野薔薇はバラ科バラ属の蔓性落葉低木で、野茨(ノイバラ)とも言われる日本の代表的な野薔薇の総称。

日本原産の房咲き性の野生薔薇で、世界の房咲きの園芸品種の交配親となっています。

野原や道端などに普通に生えていて雑草的な扱いをされることも多いですが、園芸品種が多く、系統によってバリエーション豊かな花を咲かせます。

1. 野薔薇の品種

豊富なガーデニング向け品種

薔薇の仲間は雑種や変種が多く、観賞用に改良された園芸品種は4万種以上にも及びます。
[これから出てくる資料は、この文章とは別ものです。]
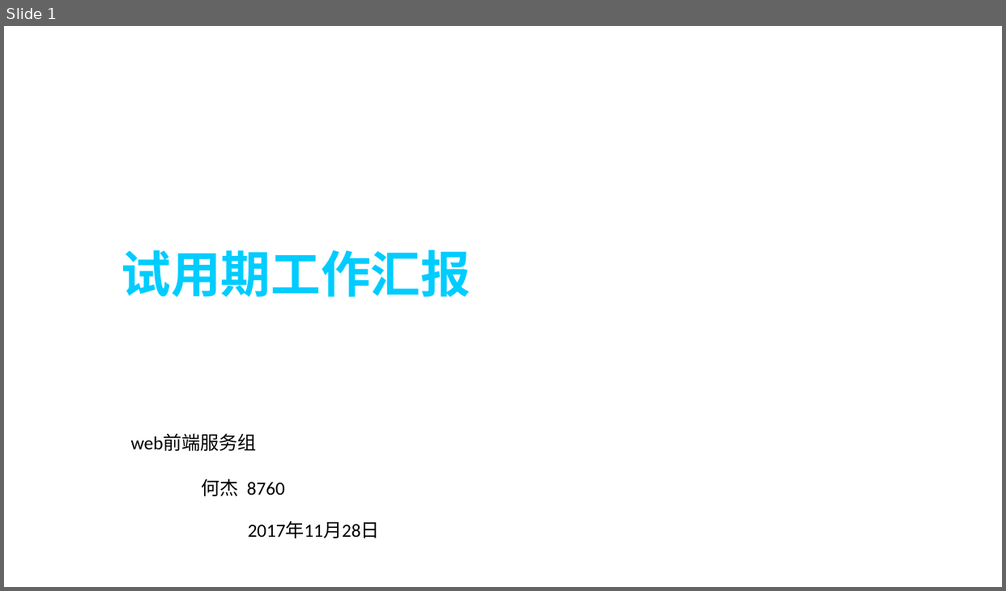
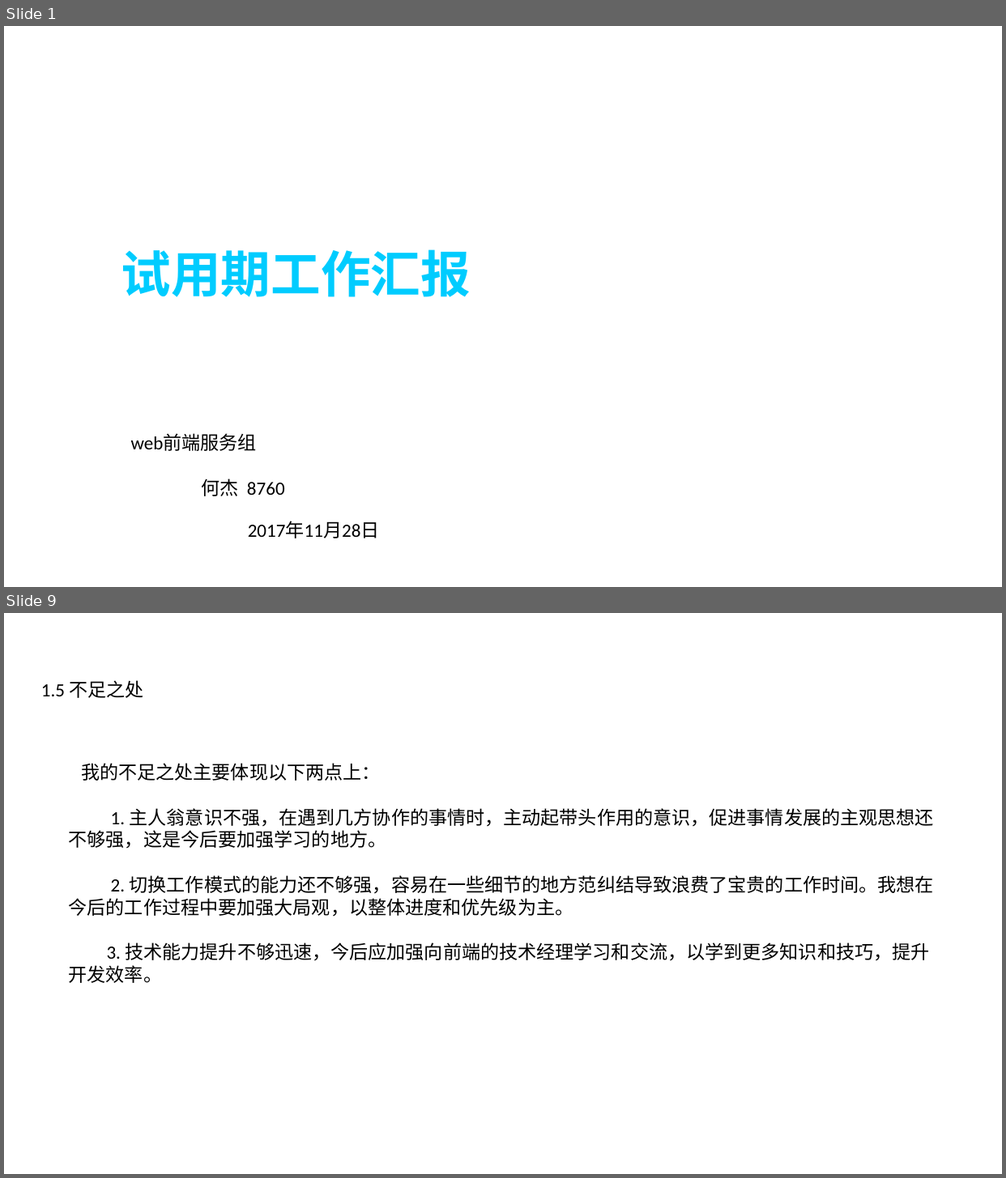
Before and after one commit to hiliny/lessonProject, a slide deck: documents/工作汇报.pptx. Shown one above the other, each under a label of ours: slide 1 before the commit, slides 1 and 9 after it; the slides between them are not shown. The pictures are 1006x591 and 1006x1178 pixels, drawn with LibreOffice and Linux fonts; fonts in the diff are those of the drawing; background and template pictures are left out. Boxes give left, top, right and bottom in pixels: in the first picture for what was removed or moved away, otherwise in the second. Text is boxed around its words. In the diff, an @@ line names an element or a change of style, - is before the commit and + after.

```diff
--- a/documents/工作汇报.pptx
+++ b/documents/工作汇报.pptx
@@ slide 9 added at <box>4,613,1002,1174</box>, background picture (left out) @@
@@ text added at <box>41,680,143,698</box>, 18 pt, text #000000 @@
+1.5 不足之处
@@ text added at <box>69,763,934,983</box>, 18 pt, text #000000 @@
+我的不足之处主要体现以下两点上：
+1. 主人翁意识不强，在遇到几方协作的事情时，主动起带头作用的意识，促进事情发展的主观思想还不够强，这是今后要加强学习的地方。
+2. 切换工作模式的能力还不够强，容易在一些细节的地方范纠结导致浪费了宝贵的工作时间。我想在今后的工作过程中要加强大局观，以整体进度和优先级为主。
+3. 技术能力提升不够迅速，今后应加强向前端的技术经理学习和交流，以学到更多知识和技巧，提升开发效率。
```
Also in this commit, not shown: 9 other slides added, 6 slides removed.

ガーデニングに人気なのはボリュームのあるオールドローズ系の品種を始め、柵のカバーとして好まれる蔓薔薇系の品種、株薔薇、ミニバラ、四季咲きの品種群などがあり、花色や大きさ、形のバリエーションが豊富。

庭木に人気の薔薇

ガーデニングで人気の薔薇

大ぶり一重の白花「ナニワノバラ」や黄色い花が沢山咲く「モッコウバラ」も庭木の利用が多いですが、小鉢での培養も可能です。

盆栽向けの品種

盆栽では、小ぶりなミニバラの中でも原種である野薔薇系の交配種が好まれていて、盆栽向けに作出された品種も数多く、原種らしい小輪一重の可憐な花姿や小ぶりな実を付けて楽しまれます。

原種といってもその数は200種以上あると言われていて、趣味者や業者の間で人工交配による新種の作出も盛んに行われ、盆栽園や産地の名前をとって○○産、○○性と名付けられることもよくあることです。

盆栽向けの特徴としては、トゲやシュート(徒長する勢いの強い枝)が出にくく、小葉性で花型が良く、小さく作れる品種が好まれます。

盆栽で定番の薔薇

盆栽向きの野薔薇の品種

ミニ~小品サイズで人気の品種には、根元が太りやすく実が細長い「紀州バラ」、極姫性の「山陽バラ」「屋久島野バラ」、照り葉の「雅」の他、ツボミの状態でそれ以上開かない「ツボミバラ」、「山椒バラ」「パラソル」「ふじみ小町」「サクラノイバラ」などがあります。

花色や形、葉の大きさ、枝ぶり、幹肌の荒れ方などに違いがあるので好素材を見つけたら盆栽作りにチェレンジしてみましょう。

2. 野薔薇の樹形

野薔薇の樹形

真っ直ぐ1本の挿穂からヒコバエを活かして株立ち風に作っている野薔薇

薔薇の仲間は萌芽力が旺盛で、剪定すれば小枝が出るという盆栽には都合のいい性質を持ちます。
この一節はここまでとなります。